Kugel or a Credit Card! // I didn’t have the type of relationship with my father where I could ask for an explanation.

As told to Ruthie Samber

When I was a kid, whenever anyone mentioned going into business with a relative, my father would say, “Mit mechutanim est men kugel.” This meant that while it was a great idea to sit around and eat kugel with family, going into business with them was a lousy idea. The Yiddish phrase had no doubt been coined by someone who had, against his better judgment, allowed a son or son-in-law to work for him who subsequently ran the company he’d built from scratch into the ground.

“Mit mechutanim est men kugel,” my father would reply whenever one of my brothers mentioned the possibility of joining him in the retail store he’d founded back in the ’60s and turned into a mega-empire. My father insisted on hiring only strangers, employees he could keep at arm’s length and treat fairly and squarely without any emotional involvement. Still, he was a popular and generous boss who had a good reputation among his employees.
As children, my brothers and I knew very little about our father’s business, because he wanted it that way. He rarely allowed us to visit him in his office, and studiously avoided talking about work at home.
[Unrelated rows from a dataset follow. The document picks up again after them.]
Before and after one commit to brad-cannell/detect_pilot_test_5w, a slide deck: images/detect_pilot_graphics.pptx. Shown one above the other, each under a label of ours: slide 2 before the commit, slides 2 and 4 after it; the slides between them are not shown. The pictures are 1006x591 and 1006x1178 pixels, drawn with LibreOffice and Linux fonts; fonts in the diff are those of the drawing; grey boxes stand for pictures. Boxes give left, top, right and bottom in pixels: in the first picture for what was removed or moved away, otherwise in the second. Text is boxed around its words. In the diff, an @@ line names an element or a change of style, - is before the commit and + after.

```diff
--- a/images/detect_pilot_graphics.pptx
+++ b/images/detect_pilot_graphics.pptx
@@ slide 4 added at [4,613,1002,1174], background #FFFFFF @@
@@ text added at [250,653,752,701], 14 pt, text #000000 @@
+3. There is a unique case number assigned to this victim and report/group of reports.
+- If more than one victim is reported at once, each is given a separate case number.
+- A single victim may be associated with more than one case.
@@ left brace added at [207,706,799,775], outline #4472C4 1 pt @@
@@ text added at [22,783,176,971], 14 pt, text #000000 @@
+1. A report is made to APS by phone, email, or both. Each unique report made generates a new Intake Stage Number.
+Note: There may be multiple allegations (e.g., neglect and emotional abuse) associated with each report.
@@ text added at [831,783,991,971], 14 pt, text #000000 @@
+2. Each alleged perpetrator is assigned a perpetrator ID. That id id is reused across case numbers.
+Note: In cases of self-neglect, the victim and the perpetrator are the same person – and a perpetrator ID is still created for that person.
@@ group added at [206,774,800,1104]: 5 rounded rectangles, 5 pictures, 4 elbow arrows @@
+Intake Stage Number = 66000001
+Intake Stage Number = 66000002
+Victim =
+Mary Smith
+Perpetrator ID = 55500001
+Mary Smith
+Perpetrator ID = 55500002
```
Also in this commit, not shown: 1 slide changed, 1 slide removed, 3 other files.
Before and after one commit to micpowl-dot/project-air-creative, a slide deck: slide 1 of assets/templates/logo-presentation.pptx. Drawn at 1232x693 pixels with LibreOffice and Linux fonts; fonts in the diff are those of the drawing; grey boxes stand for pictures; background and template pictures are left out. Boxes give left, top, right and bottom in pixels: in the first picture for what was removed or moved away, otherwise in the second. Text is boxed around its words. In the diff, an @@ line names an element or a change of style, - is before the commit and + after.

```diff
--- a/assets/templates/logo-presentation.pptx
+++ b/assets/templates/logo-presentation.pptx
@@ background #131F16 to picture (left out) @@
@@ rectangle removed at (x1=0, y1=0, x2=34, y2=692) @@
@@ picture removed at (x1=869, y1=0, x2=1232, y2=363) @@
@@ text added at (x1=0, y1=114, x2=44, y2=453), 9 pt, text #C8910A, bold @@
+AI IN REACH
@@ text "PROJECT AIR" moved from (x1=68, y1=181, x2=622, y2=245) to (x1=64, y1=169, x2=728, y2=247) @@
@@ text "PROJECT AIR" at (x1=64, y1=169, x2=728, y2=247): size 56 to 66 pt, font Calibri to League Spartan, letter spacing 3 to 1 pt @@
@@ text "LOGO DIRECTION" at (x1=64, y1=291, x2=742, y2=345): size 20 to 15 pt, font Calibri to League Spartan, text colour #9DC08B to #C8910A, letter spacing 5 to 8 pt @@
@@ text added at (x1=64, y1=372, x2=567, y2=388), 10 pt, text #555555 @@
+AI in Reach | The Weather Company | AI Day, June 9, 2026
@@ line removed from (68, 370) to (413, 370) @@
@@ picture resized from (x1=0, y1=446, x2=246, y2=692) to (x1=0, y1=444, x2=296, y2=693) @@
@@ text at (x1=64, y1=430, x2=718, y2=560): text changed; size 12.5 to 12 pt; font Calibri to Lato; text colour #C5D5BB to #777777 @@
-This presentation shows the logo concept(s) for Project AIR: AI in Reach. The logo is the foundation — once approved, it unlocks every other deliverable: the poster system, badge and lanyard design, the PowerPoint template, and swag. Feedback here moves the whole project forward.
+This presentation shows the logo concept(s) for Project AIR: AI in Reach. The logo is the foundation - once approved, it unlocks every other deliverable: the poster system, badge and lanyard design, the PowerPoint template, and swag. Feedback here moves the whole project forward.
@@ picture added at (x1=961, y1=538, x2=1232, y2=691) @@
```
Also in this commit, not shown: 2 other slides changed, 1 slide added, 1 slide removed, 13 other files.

Eventually the six of us grew up and got married, the boys learning in kollel for a while before finding their own source of parnasah. My father helped most of us, lending us seed money to open a business and not differentiating between sons and sons-in-law. Some of my brothers were successful while others floundered a bit, but eventually we all found our groove.

I was second to the youngest, followed by my baby sister. By the time I got married my father was in his late 60s and had already mellowed. He allowed himself to relax a bit, went into the office a little later than he used to, and even occasionally took off for an extended weekend. Three years after my wedding, right after the birth of our second child, I decided to leave kollel and look for a job.